Chez Warhol, dont la carrière est jalonnée d'expériences les plus diverses, la pochette de disque apparaît comme un liant, un emblème de son intérêt pour tout ce qui est industrie. De son premier contrat en 1949 (un concert de «musique mexicaine») à son dernier en 1987 (un gala pour la lutte contre le cancer), Andy Warhol aura illustré une cinquantaine de disques. Le volumineux document du MBA a ceci de précieux qu'il s'attarde à chacune des 51 pochettes — il porte d'ailleurs l'étiquette dorée de «catalogue raisonné».

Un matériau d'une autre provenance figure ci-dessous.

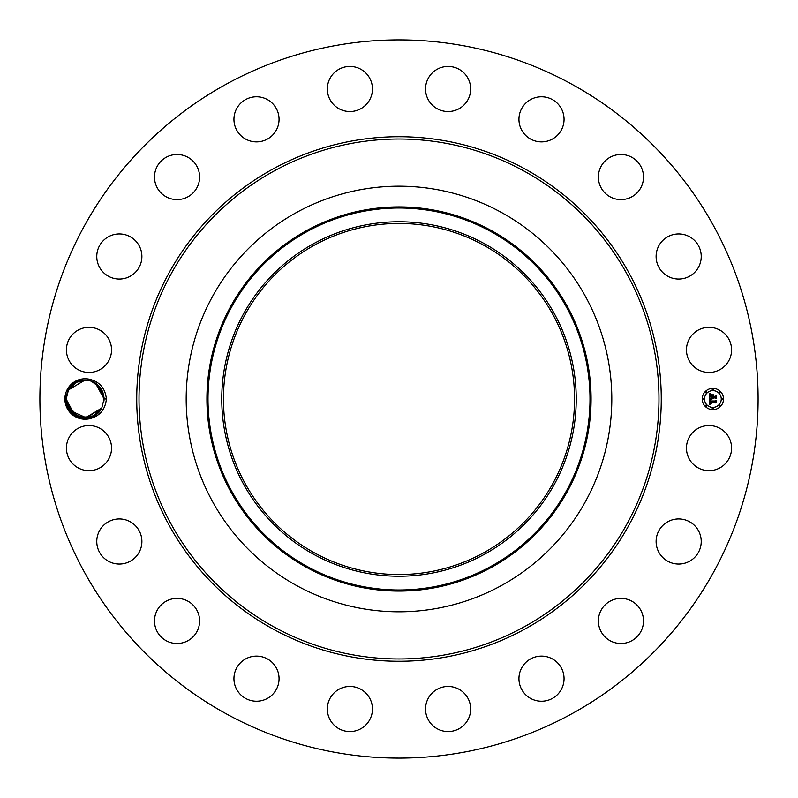 <?xml version="1.0" encoding="UTF-8"?>
<svg xmlns="http://www.w3.org/2000/svg" width="798" height="798" viewBox="0 0 798 798"><rect width="100%" height="100%" fill="white"/><g stroke="black" fill="none" stroke-linecap="round" stroke-linejoin="round"><path stroke-width="1.2" d="M226.841 714.14A359.1 359.1 0 0 1 83.86 226.841A359.1 359.1 0 0 1 571.159 83.86A359.1 359.1 0 0 1 714.14 571.159A359.1 359.1 0 0 1 226.841 714.14M403.1 39.92L398.342 39.9M391.03 39.99L395.329 39.92M394.9 758.08L399.658 758.1M406.97 758.01L402.671 758.08M66.533 402.711L66.164 399.09L68.488 389.913L66.164 399.09C65.316 418.062 93.585 425.135 101.755 408.087L104.069 398.91L106.403 399C105.176 410.122 99.201 416.765 88.458 418.95A20.229 20.229 0 0 1 67.371 389.304A20.229 20.229 0 0 1 88.468 379.05L88.009 380.267M106.403 399C105.186 387.898 99.201 381.245 88.468 379.05M728.813 458.92A22.553 22.553 0 0 1 698.2 467.897A22.553 22.553 0 0 1 689.223 437.284A22.553 22.553 0 0 1 719.826 428.307A22.553 22.553 0 0 1 728.813 458.92M663.188 525.094A22.553 22.553 0 0 1 695.068 526.012A22.553 22.553 0 0 1 694.15 557.902A22.553 22.553 0 0 1 662.27 556.984A22.553 22.553 0 0 1 663.188 525.094M611.288 600.565A22.553 22.553 0 0 1 641.333 611.288A22.553 22.553 0 0 1 630.61 641.333A22.553 22.553 0 0 1 600.565 630.61A22.553 22.553 0 0 1 611.288 600.565M538.61 656.295A22.553 22.553 0 0 1 563.867 675.786A22.553 22.553 0 0 1 544.386 701.043A22.553 22.553 0 0 1 519.129 681.552A22.553 22.553 0 0 1 538.61 656.295M452.267 686.849A22.553 22.553 0 0 1 470.271 713.183A22.553 22.553 0 0 1 443.937 731.187A22.553 22.553 0 0 1 425.933 704.843A22.553 22.553 0 0 1 452.267 686.849M360.716 689.223A22.553 22.553 0 0 1 369.693 719.826A22.553 22.553 0 0 1 339.08 728.813A22.553 22.553 0 0 1 330.103 698.2A22.553 22.553 0 0 1 360.716 689.223M272.906 663.188A22.553 22.553 0 0 1 271.988 695.068A22.553 22.553 0 0 1 240.098 694.15A22.553 22.553 0 0 1 241.016 662.27A22.553 22.553 0 0 1 272.906 663.188M197.435 611.288A22.553 22.553 0 0 1 186.712 641.333A22.553 22.553 0 0 1 156.667 630.61A22.553 22.553 0 0 1 167.39 600.565A22.553 22.553 0 0 1 197.435 611.288M141.705 538.61A22.553 22.553 0 0 1 122.214 563.867A22.553 22.553 0 0 1 96.957 544.386A22.553 22.553 0 0 1 116.448 519.129A22.553 22.553 0 0 1 141.705 538.61M111.151 452.267A22.553 22.553 0 0 1 84.817 470.271A22.553 22.553 0 0 1 66.813 443.937A22.553 22.553 0 0 1 93.157 425.933A22.553 22.553 0 0 1 111.151 452.267M108.777 360.716A22.553 22.553 0 0 1 78.174 369.693A22.553 22.553 0 0 1 69.187 339.08A22.553 22.553 0 0 1 99.8 330.103A22.553 22.553 0 0 1 108.777 360.716M134.812 272.906A22.553 22.553 0 0 1 102.932 271.988A22.553 22.553 0 0 1 103.85 240.098A22.553 22.553 0 0 1 135.73 241.016A22.553 22.553 0 0 1 134.812 272.906M186.712 197.435A22.553 22.553 0 0 1 156.667 186.712A22.553 22.553 0 0 1 167.39 156.667A22.553 22.553 0 0 1 197.435 167.39A22.553 22.553 0 0 1 186.712 197.435M259.39 141.705A22.553 22.553 0 0 1 234.133 122.214A22.553 22.553 0 0 1 253.614 96.957A22.553 22.553 0 0 1 278.871 116.448A22.553 22.553 0 0 1 259.39 141.705M345.734 111.151A22.553 22.553 0 0 1 327.729 84.817A22.553 22.553 0 0 1 354.063 66.813A22.553 22.553 0 0 1 372.067 93.157A22.553 22.553 0 0 1 345.734 111.151M437.284 108.777A22.553 22.553 0 0 1 428.307 78.174A22.553 22.553 0 0 1 458.92 69.187A22.553 22.553 0 0 1 467.897 99.8A22.553 22.553 0 0 1 437.284 108.777M525.094 134.812A22.553 22.553 0 0 1 526.012 102.932A22.553 22.553 0 0 1 557.902 103.85A22.553 22.553 0 0 1 556.984 135.73A22.553 22.553 0 0 1 525.094 134.812M600.565 186.712A22.553 22.553 0 0 1 611.288 156.667A22.553 22.553 0 0 1 641.333 167.39A22.553 22.553 0 0 1 630.61 197.435A22.553 22.553 0 0 1 600.565 186.712M656.295 259.39A22.553 22.553 0 0 1 675.786 234.133A22.553 22.553 0 0 1 701.043 253.614A22.553 22.553 0 0 1 681.552 278.871A22.553 22.553 0 0 1 656.295 259.39M686.849 345.734A22.553 22.553 0 0 1 713.183 327.729A22.553 22.553 0 0 1 731.187 354.063A22.553 22.553 0 0 1 704.843 372.067A22.553 22.553 0 0 1 686.849 345.734M712.883 409.643A10.643 10.643 0 0 1 702.24 399A10.643 10.643 0 0 1 712.883 388.357A10.643 10.643 0 0 1 723.517 399A10.643 10.643 0 0 1 712.883 409.643M101.964 390.312L103.122 393.075L96.199 383.619L104.069 398.91C103.261 388.776 97.915 382.571 88.029 380.277A18.953 18.953 0 0 0 86.962 380.137C78.852 379.519 72.558 382.711 68.099 389.703L65.546 398.93C67.002 412.596 74.643 419.269 88.458 418.95M85.167 417.953L93.585 415.958M98.533 412.396L99.92 410.84M74.723 414.85L85.117 417.953M95.79 414.661L98.493 412.426M99.311 411.559L101.635 408.297M95.301 383.02L91.66 381.215M104.069 399.09L103.69 402.8M501.024 212.248A212.797 212.797 0 0 1 585.752 501.024A212.797 212.797 0 0 1 296.976 585.752A212.797 212.797 0 0 1 212.248 296.976A212.797 212.797 0 0 1 611.797 399A212.797 212.797 0 0 1 296.976 585.752A212.797 212.797 0 0 1 296.976 212.248A212.797 212.797 0 0 1 501.024 212.248M104.009 400.506L103.451 394.202M85.147 380.048L86.962 380.137L76.239 382.252L68.488 389.913L84.997 380.048L82.214 380.267M483.169 244.936A175.56 175.56 0 0 1 553.064 483.169A175.56 175.56 0 0 1 314.831 553.064A175.56 175.56 0 0 1 244.936 314.831A175.56 175.56 0 0 1 483.169 244.936M394.372 574.5L398.761 574.56M398.98 574.56L401.574 574.54M403.628 223.5L399.239 223.44M399.02 223.44L396.426 223.46M66.164 398.91L66.553 395.2L66.164 398.91C65.127 417.972 93.546 425.214 101.755 408.087L97.815 413.075L101.755 408.087L104.069 398.91L95.85 383.379M712.883 390.621A8.379 8.379 0 0 1 721.262 399A8.379 8.379 0 0 1 712.883 407.379A8.379 8.379 0 0 1 704.494 399A8.379 8.379 0 0 1 712.883 390.621M703.367 398.352A0.648 0.648 0 0 1 704.016 399A0.648 0.648 0 0 1 703.367 399.648A0.648 0.648 0 0 1 702.719 399A0.648 0.648 0 0 1 703.367 398.352M712.883 388.845A0.648 0.648 0 0 1 713.522 389.484A0.648 0.648 0 0 1 712.883 390.132A0.648 0.648 0 0 1 712.235 389.484A0.648 0.648 0 0 1 712.883 388.845M706.15 391.628A0.648 0.648 0 0 1 706.799 392.277A0.648 0.648 0 0 1 706.15 392.915A0.648 0.648 0 0 1 705.512 392.277A0.648 0.648 0 0 1 706.15 391.628M722.39 398.352A0.648 0.648 0 0 1 723.038 399A0.648 0.648 0 0 1 722.39 399.648A0.648 0.648 0 0 1 721.751 399A0.648 0.648 0 0 1 722.39 398.352M719.606 391.628A0.648 0.648 0 0 1 720.255 392.277A0.648 0.648 0 0 1 719.606 392.915A0.648 0.648 0 0 1 718.958 392.277A0.648 0.648 0 0 1 719.606 391.628M712.883 409.155A0.648 0.648 0 0 1 712.235 408.516A0.648 0.648 0 0 1 712.883 407.868A0.648 0.648 0 0 1 713.522 408.516A0.648 0.648 0 0 1 712.883 409.155M706.15 406.372A0.648 0.648 0 0 1 705.512 405.723A0.648 0.648 0 0 1 706.15 405.085A0.648 0.648 0 0 1 706.799 405.723A0.648 0.648 0 0 1 706.15 406.372M719.606 406.372A0.648 0.648 0 0 1 718.958 405.723A0.648 0.648 0 0 1 719.606 405.085A0.648 0.648 0 0 1 720.255 405.723A0.648 0.648 0 0 1 719.606 406.372M67.122 404.945L78.573 416.785M80.987 417.494L82.034 417.703M83.89 417.913L94.284 415.588L101.755 408.087L104.069 398.91L102.822 392.227M314.033 243.46A177.236 177.236 0 0 0 243.46 483.967A177.236 177.236 0 0 0 483.967 554.54A177.236 177.236 0 0 0 554.54 314.033A177.236 177.236 0 0 0 314.033 243.46M86.374 380.087L82.204 380.277L86.623 380.107L76.498 382.122L86.623 380.107L82.194 380.277L86.583 380.107L76.069 382.352L68.488 389.913L66.164 399.09L69.785 410.142L79.172 416.995M709.701 399L711.108 399.668L710.12 401.304L715.158 401.354L715.666 400.805L715.666 402.93L715.118 402.282L710.489 402.282L711.237 403.648L710.14 402.282L710.31 403.549L711.188 403.898L709.741 404.566L709.701 399M709.991 398.701L711.307 399.499L709.991 398.701M710.719 399.948L710.489 400.985L715.168 400.985L716.045 400.247L716.045 402.621L715.916 400.506L715.207 401.125L710.36 401.125L710.719 399.948M709.701 398.571L709.701 393.743L711.088 394.501L710.21 395.249L710.08 397.015L712.255 397.015L710.34 396.726L710.809 394.791L710.459 396.616L712.255 396.616L711.477 395.17L713.422 395.17L712.654 397.015L715.597 396.416L715.597 398.701L714.998 397.943L712.993 397.943L713.163 398.661L712.654 397.943L712.923 398.86L712.255 397.943L709.701 398.571M709.981 393.394L711.407 394.222L709.981 393.394M711.636 394.83L713.641 394.83L711.636 394.83M713.043 395.658L713.043 396.616L715.028 396.616L716.045 395.798L716.045 398.481L715.916 396.057L712.913 396.726L713.043 395.658M101.496 389.454L99.63 386.811M97.705 384.826L94.403 382.481M88.648 380.377L88.089 380.277M81.027 380.496L78.054 381.414M75.481 382.681L73.057 384.387M80.857 417.464L92.877 416.297L101.755 408.087L104.069 398.91L100.438 387.838L91.002 380.985L100.438 387.838L104.069 398.91L101.755 408.087L85.236 417.953L93.725 415.888L83.62 417.893L88.039 417.723M83.61 417.893L88.059 417.723L83.65 417.893L93.735 415.878L83.62 417.893L88.059 417.723L83.86 417.913M69.236 409.334L66.164 399.09L71.7 412.386L66.164 399.09L68.488 389.913L72.548 384.816L68.488 389.913L66.164 399.09L71.73 412.416M95.371 383.06L104.069 398.91L95.89 383.409L103.112 393.035M77.735 416.456L79.241 417.015L69.805 410.162L66.164 399.09L67.421 405.773M70.084 410.541L86.493 417.903L101.755 408.087L104.069 398.91L101.935 390.252L104.069 398.91L101.755 408.087L104.069 398.91L96.189 383.619L104.069 398.91L104.009 397.424M68.748 408.546L70.603 411.189M72.538 413.174L75.86 415.539M82.344 417.753L85.097 417.953M89.216 417.504L92.189 416.586M94.763 415.319L97.186 413.613M77.516 416.356L69.276 409.394L66.164 399.09L68.488 389.913L72.428 384.925L68.488 389.913L66.164 399.09L69.616 409.903L78.623 416.805M85.007 380.048L76.508 382.112L84.997 380.048M82.184 380.277L86.623 380.107L82.184 380.277L86.583 380.107L76.069 382.352L68.488 389.913L66.164 399.09L68.488 389.913L66.164 399.09L74.034 414.371M98.463 385.534L104.069 398.91L101.755 408.087L104.069 398.91L101.755 408.087L97.815 413.075L101.755 408.087L104.069 398.91L103.55 394.581M75.231 415.169L78.394 416.716M71.81 412.496L66.164 399.09L68.488 389.913L66.164 399.09L69.765 410.112L79.112 416.975L69.765 410.102L66.164 399.09L68.488 389.913L66.164 399.09L69.506 409.753M98.373 385.454L104.069 398.91L101.755 408.087L97.685 413.184L101.755 408.087L104.069 398.91L100.857 388.426M85.077 380.048L68.488 389.913L76.239 382.252L86.962 380.137L76.239 382.252L68.488 389.913L66.164 399.09L71.65 412.327M76.369 415.808L77.925 416.536M99.979 387.239L94.962 382.801M97.815 413.075L101.755 408.087L104.069 398.91L100.508 387.938L91.251 381.065M66.264 400.885L66.164 399.09L69.296 409.434M70.404 410.94L77.985 416.556L75.241 415.179M84.867 417.953L88.309 417.683M68.488 389.913L66.164 399.09L68.488 389.913L66.164 399.09L74.423 414.651M93.735 415.878L83.62 417.893L93.725 415.888M103.64 394.95L104.069 398.91L101.755 408.087L104.069 398.91L95.91 383.419M98.912 386.003L95.95 383.449M80.718 417.434L82.154 417.723L80.718 417.434M65.536 399.07L66.164 399.09L71.7 412.376M76.099 415.668L79.182 416.995M98.304 412.616L101.755 408.087L104.069 398.91L95.81 383.349M524.735 168.837A262.273 262.273 0 0 1 629.163 524.735A262.273 262.273 0 0 1 273.265 629.163A262.273 262.273 0 0 1 168.837 273.265A262.273 262.273 0 0 1 524.735 168.837M523.638 170.852A259.978 259.978 0 0 1 627.148 523.638A259.978 259.978 0 0 1 274.362 627.148A259.978 259.978 0 0 1 170.852 274.362A259.978 259.978 0 0 1 523.638 170.852M491.089 567.568A192.089 192.089 0 0 0 567.568 306.911A192.089 192.089 0 0 0 306.911 230.432A192.089 192.089 0 0 0 230.432 491.089A192.089 192.089 0 0 0 491.089 567.568M307.43 231.39A190.991 190.991 0 0 0 231.39 490.571A190.991 190.991 0 0 0 490.571 566.61A190.991 190.991 0 0 0 566.61 307.43A190.991 190.991 0 0 0 307.43 231.39"/></g></svg>

Chaque pochette a droit à sa page de gloire, quelle que soit sa notoriété historique ou publique. La banane illustrant le microsillon du Velvet Underground, la fermeture éclair du Sticky Fingers des Stones ou la ballerine du Lac des cygnes de Tchaïkovski sont sur un pied d'égalité. Chacune d'elles est commentée par un de leurs plus fervents admirateurs, Paul Maréchal. C'est lui, historien de l'art et conservateur d'une collection d'entreprise montréalaise, qui est derrière ce projet de pochettes. Une grande partie de celles exposées au MBA lui appartiennent.

La mise en pages, elle, met amplement en valeur la signature Warhol, les recto-verso de la pochette se suivant sur la même feuille. Le format du livre simule sinon le classique carré de la couverture cartonnée du disque.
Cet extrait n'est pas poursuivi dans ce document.